How to Run Local AI in VS Code for Free (2026 Guide)
VS Code 1.120 now has a built-in Agents window for local AI — but there's also a completely free path using Ollama + Continue.dev. This guide covers both, step by step.

VS Code just added a dedicated Agents window in version 1.120 — and you can connect it to local AI models running on your own machine. No API key. No cloud subscription required (for the model itself). Your code never leaves your computer.
There are actually two ways to do this, and they suit different setups:
- Path A — Completely free: Ollama + Continue.dev extension (no GitHub Copilot plan needed)
- Path B — Copilot-tier: Ollama + VS Code's native Copilot Chat (requires GitHub Copilot subscription, but you use local models so there are no API costs per query)
This guide covers both from scratch. If you've never run a local AI model before, check our LM Studio tutorial and terminal beginners guide first — this guide assumes you're comfortable running a few terminal commands.
What You'll Need
Before anything else, check your hardware. Local AI models run in RAM or VRAM. The minimum you want for a usable experience:
- 8 GB RAM — runs smaller models (3B–7B parameters) comfortably
- 16 GB RAM — runs mid-tier models (13B–14B) smoothly
- GPU with 8+ GB VRAM — dramatically faster than CPU-only
Not sure how much VRAM your machine has? Read our how to check VRAM for AI guide before picking a model.
Software requirements:
- VS Code installed (version 1.113+ for Ollama, 1.120+ for Agents window)

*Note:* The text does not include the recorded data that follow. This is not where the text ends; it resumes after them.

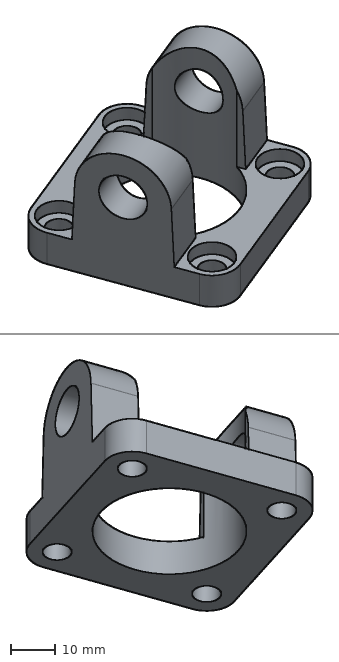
import cadquery as cq
import math

side = 52.0
base_height = 9.0
corner_radius = 7.0
bore_diameter = 35.0

hole_spacing = 38.0
hole_diameter = 6.6
counterbore_diameter = 11.0
counterbore_depth = 3.5

total_height = 37.0
lug_radius = 12.0
lug_thickness = 12.0
pivot_diameter = 12.0
flank_angle = math.radians(2.5)
pivot_height = total_height - lug_radius


def make_base():
    """Square plate with rounded vertical corners."""
    plate = cq.Workplane("XY").box(side, side, base_height, centered=(True, True, False))
    return plate.edges("|Z").fillet(corner_radius)


def make_lug(outer_y):
    """Round-topped lug with tapered flanks, extruded toward +Y from the base plane up."""
    tangent_x = lug_radius * math.cos(flank_angle)
    tangent_z = pivot_height + lug_radius * math.sin(flank_angle)
    foot_x = tangent_x + (tangent_z - base_height) * math.tan(flank_angle)
    return (
        cq.Workplane("XZ", origin=(0, outer_y, 0))
        .moveTo(-foot_x, 0)
        .lineTo(foot_x, 0)
        .lineTo(foot_x, base_height)
        .lineTo(tangent_x, tangent_z)
        .threePointArc((0, total_height), (-tangent_x, tangent_z))
        .lineTo(-foot_x, base_height)
        .close()
        .extrude(-lug_thickness)
    )


body = make_base()
for lug_start in (-side / 2, side / 2 - lug_thickness):
    body = body.union(make_lug(lug_start))

bore = cq.Workplane("XY").circle(bore_diameter / 2).extrude(total_height)

pivot = (
    cq.Workplane("XZ", origin=(0, 0, pivot_height))
    .circle(pivot_diameter / 2)
    .extrude(side / 2, both=True)
)

body = body.cut(bore).cut(pivot)

result = (
    body.cut(
        cq.Workplane("XY")
        .rect(hole_spacing, hole_spacing, forConstruction=True)
        .vertices()
        .circle(hole_diameter / 2)
        .extrude(base_height)
    )
    .cut(
        cq.Workplane("XY", origin=(0, 0, base_height - counterbore_depth))
        .rect(hole_spacing, hole_spacing, forConstruction=True)
        .vertices()
        .circle(counterbore_diameter / 2)
        .extrude(counterbore_depth)
    )
)

- Ollama — the local model runner that both paths use
- For Path A: Continue.dev extension (free)
- For Path B: GitHub Copilot Chat extension (requires paid Copilot plan)
Step 1: Install Ollama
Ollama is the engine that downloads and runs AI models locally. It works on macOS, Windows, and Linux.
macOS / Linux: Open your terminal and run:
curl -fsSL https://ollama.com/install.sh | sh
Windows: Download the installer from ollama.com and run it. Ollama adds itself to your system tray.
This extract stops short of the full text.